24 Hours is not enough


It's been a while since I posted any progress updates about the Osiris project, what spare time I have has been fairly thoroughly sabotaged this year so far by the double whammy of receiving Skyrim for Christmas then just as my interest in that was waning Mass Effect 3 coming out.  Instead of working on shaders and infrastructure generation I have therefore instead been largely sneaking up on bandits & dragons and battling the Reapers in deepest space.

I love playing games and I love working on interesting software projects...but it would seem that there just aren't enough hours in the day to do both.  Having said that I have managed to devote some time here and there to Osiris and have been primarily working in two areas: working on implementing a new and more flexible texturing solution for the terrain and adding oceans and other bodies of water.  I plan to produce more detailed posts describing my experiments in these areas in due course but for now I thought I would whet the appetite a little with a couple of screens from the water experiments.

Although I've done deep water simulation on previous projects (Isis) using a 64x64 FFT grid processed on the CPU, I wanted to try a more modern approach with Osiris so took inspiration from an NVIDIA demo and have implemented a 512x512 FFT using Compute Shaders to do the heavy lifting.  This produces a height field, gradient and folding maps that are then fed into the vertex and pixel shaders.  The effect is best suited to deep water so works well for oceans - rivers and smaller pools will need something else.

Like I say I'll go in to more detail later, but for now here are the screens - I'm particularly happy with the way the effect scales into the distance which requires a little work to stop the FFT grid visibly tiling:



Wednesday, March 7, 2012

Outerra Tech Demo Download

I recently found out that the impressive Outerra project now has a technology demo that can be downloaded to interactively play around with their system.
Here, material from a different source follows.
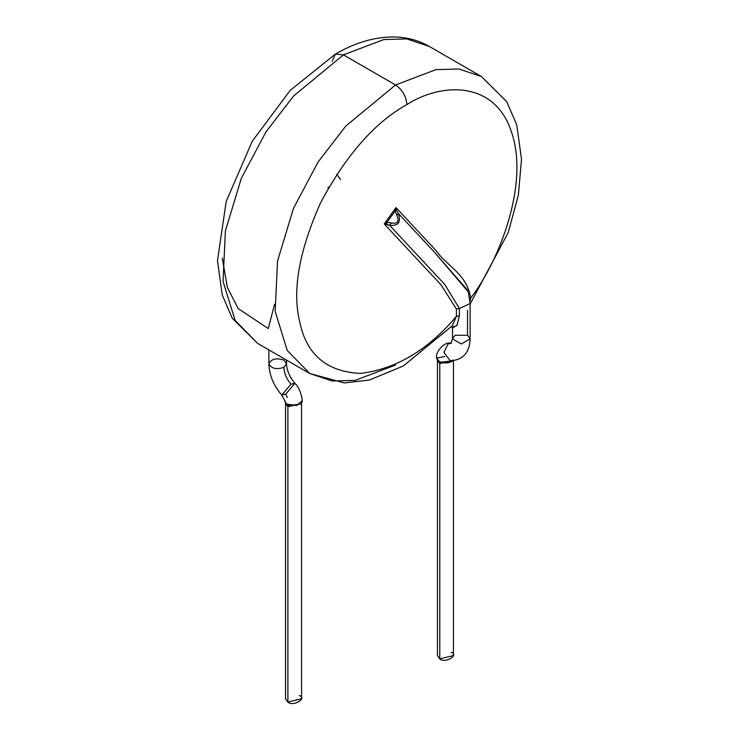 <?xml version="1.0" encoding="UTF-8"?>
<svg xmlns="http://www.w3.org/2000/svg" width="739" height="739" viewBox="0 0 739 739"><rect width="100%" height="100%" fill="white"/><g stroke="black" fill="none" stroke-linecap="round" stroke-linejoin="round"><path stroke-width="1.11" d="M328.245 186.958L328.134 188.454M451.104 652.315C459.852 655.04 444.49 663.908 439.77 658.865L439.77 652.315M437.423 360.226L437.423 655.585L439.77 658.865L453.45 655.585L453.45 360.226L453.136 360.928L439.493 362.396L437.691 360.854L437.46 359.801M439.77 658.865L439.77 363.505L437.433 360.466L439.77 363.505L439.77 658.865M453.404 360.724L439.77 363.505L453.404 360.724M437.045 359.154L439.77 363.505L439.493 362.396L453.275 360.734M438.984 362.082L438.67 360.937L438.984 362.082M451.705 361.602C447.187 363.597 442.846 363.376 438.67 360.937C442.846 363.376 447.187 363.597 451.705 361.602L451.954 360.835L451.705 361.602M299.23 695.51C307.969 698.226 292.607 707.094 287.896 702.05L287.896 695.51M448.028 343.986L450.993 343.219L448.028 343.986L443.899 352.494L450.337 360.844L443.899 352.494L448.028 343.986L451.492 343.182L448.028 343.986M468.526 292.191L434.153 251.86L398.275 213.395L396.658 210.467L395.079 211.058L396.806 215.308L398.275 213.395C401.406 222.014 398.533 226.005 389.629 225.367L391.31 222.929L387.014 222.236L386.737 224.222L389.629 225.367C398.533 226.005 401.406 222.014 398.275 213.395L396.806 215.308C399.503 221.561 397.674 224.093 391.31 222.929L389.629 225.367L444.776 284.469L459.362 308.496L470.124 303.535L459.362 308.496L459.362 315.849L456.933 325.539L452.49 327.192L452.49 338.868L455.076 335.266L467.538 335.266L470.124 338.868L461.312 343.958L452.49 338.868L450.993 343.219C444.111 341.122 434.948 353.131 436.647 357.482L438.67 360.937M453.303 360.078L450.337 360.844C463.002 359.995 469.598 352.669 470.124 338.868L470.124 303.526L468.166 291.083M287.896 702.05L301.577 698.78L301.577 403.42L301.318 404.03L287.61 405.591L285.55 403.42L285.55 698.78L287.896 702.05L287.896 406.69L285.559 403.67L287.896 406.69L287.896 702.05M301.567 403.66L287.896 406.69L301.567 403.66M452.591 328.033L457.155 325.114L459.362 315.849L456.388 316.347L456.388 308.994L456.388 316.347L459.362 315.849L459.362 308.496L456.388 308.994L440.952 284.746L384.206 223.935L395.984 207.613L384.206 223.935L440.952 284.746L456.388 308.994L459.362 308.496L444.776 284.469L389.629 225.367L384.206 223.935L387.014 222.236L384.206 223.935L386.737 224.222L387.014 222.236L395.079 211.058L387.014 222.236L391.31 222.929C397.674 224.093 399.503 221.561 396.806 215.308L395.079 211.058L395.984 207.613L435.724 250.198C446.993 266.483 466.854 273.624 470.697 298.113L470.05 300.902L470.697 298.113L469.893 298.972L470.697 298.113C466.854 273.624 446.993 266.483 435.724 250.198L395.984 207.613L396.658 210.467L395.984 207.613L395.079 211.058L396.658 210.467L398.275 213.395L433.691 251.362L468.027 290.704M287.61 405.591L287.896 406.69L287.61 405.591L301.318 404.021L302.353 400.667L296.561 405.563L286.649 404.067L287.61 405.591M467.538 310.38L467.538 335.266L467.538 310.38M452.49 338.868L461.312 343.958L470.124 338.868M284.727 401.259L286.954 405.157L286.649 404.067L296.57 405.563L302.353 400.658C301.142 392.64 298.658 386.857 294.898 383.301L290.972 384.188L281.762 395.06L290.972 384.188L294.898 383.301L285.697 394.183L287.295 397.545L285.697 394.183L281.762 395.06L286.649 404.067M395.568 365.038L355.145 380.373L332.301 381.001L309.817 373.537L287.24 350.498L275.185 311.433L277.522 261.07L293.457 208.407L318.13 161.943L345.778 126.055L395.568 84.967L343.432 54.862L383.855 39.536L406.699 38.899L429.183 46.372L406.699 38.899L383.855 39.536L343.432 54.862L395.568 84.967L345.778 126.055L318.13 161.943L293.457 208.407L277.522 261.07L275.185 311.433L287.24 350.498L309.817 373.537L344.282 382.941L369.445 380.012L403.282 366.008L452.407 325.659L456.388 316.347C428.13 349.953 396.187 368.973 360.549 373.426C326.897 371.772 306.694 354.859 299.942 322.666C291.905 291.563 298.805 251.556 320.643 202.643C346.175 154.978 374.932 122.295 406.903 104.596C406.182 96.292 402.404 89.742 395.568 84.967L435.992 69.632L458.836 69.004L481.32 76.468L458.836 69.004L435.992 69.632L395.568 84.967C402.404 89.742 406.182 96.292 406.903 104.596C440.352 82.86 494.964 79.72 511.619 132.42C529.373 184.085 499.148 261.255 470.697 298.113C499.148 261.255 529.373 184.085 511.619 132.42C494.964 79.72 440.352 82.86 406.903 104.596C374.932 122.295 346.175 154.978 320.643 202.643C298.805 251.556 291.905 291.563 299.942 322.666C306.694 354.859 326.897 371.772 360.549 373.426C396.187 368.973 428.13 349.953 456.388 316.347L452.296 325.779M469.838 299.969L469.865 302.306M268.876 349.898L268.876 363.736C271.268 368.585 276.284 369.786 283.924 367.329C276.284 369.786 271.268 368.585 268.876 363.736C271.268 358.877 276.284 357.676 283.924 360.133L286.51 363.736L283.924 367.329C284.155 373.287 286.501 378.904 290.972 384.188C286.501 378.904 284.155 373.287 283.924 367.329L286.51 363.736L286.51 360.078M343.432 54.862L293.642 95.959L265.994 131.847L241.32 178.302L225.386 230.965L223.049 281.337L235.104 320.403L257.68 343.432L235.104 320.403L223.049 281.337L225.386 230.965L241.32 178.302L265.994 131.847L293.642 95.959L343.432 54.862L335.414 54.067L343.432 54.862M340.605 179.475L336.725 174.339M332.097 61.411L335.414 54.067L332.097 61.411M222.291 258.133L227.326 287.323L238.152 308.542L268.303 328.587L238.152 308.542L227.326 287.323L222.291 258.133M268.303 328.587L274.566 304.219M436.647 357.464L437.7 360.863L436.647 357.972L444.804 356.595M451.076 326.712L452.49 327.192M309.817 373.537L257.68 343.432L232.295 318.278L222.245 295L217.478 260.756L226.171 201.488L252.258 141.232L290.159 90.417L335.414 54.067C355.237 42.566 374.756 36.858 393.979 36.95C406.783 37.153 418.523 40.294 429.183 46.372L481.32 76.468L506.705 101.622L516.755 124.9L521.522 159.153L518.399 194.939L508.303 232.369L470.124 304.034M268.876 363.736C269.282 375.144 273.578 385.592 281.762 395.06M294.898 383.301C289.503 376.733 286.704 370.202 286.51 363.736"/></g></svg>

I've been following the Outerra project for a while now and the guys there are doing some really inspirational work.  I strongly recommend checking it out if you are at all interested in real-time virtual worlds - even though it does make my own humble efforts look somewhat less stellar :-)


Monday, February 27, 2012

The Scale of the Universe

Just a short note this one to point out a link I find very interesting.  Entitled "The Scale of the Universe" by Cary Huang it's a fascinating interactive exploration of the relative sizes of all manner of entities in the Universe.

The Scale of the Universe

Maybe it's just me, but I find zooming in and out and clicking on the different entities for extra information strangely compulsive...

Wednesday, February 22, 2012

Understanding BCn Texture Compression Formats

Texture compression can be something of a black box with many people happy to just "turn it on" to save memory or increase performance and think little else about it, but in practice the different DXT compression formats that have been available in DirectX for years have significant behavioural characteristics that can make a radical difference to the visual quality of a project.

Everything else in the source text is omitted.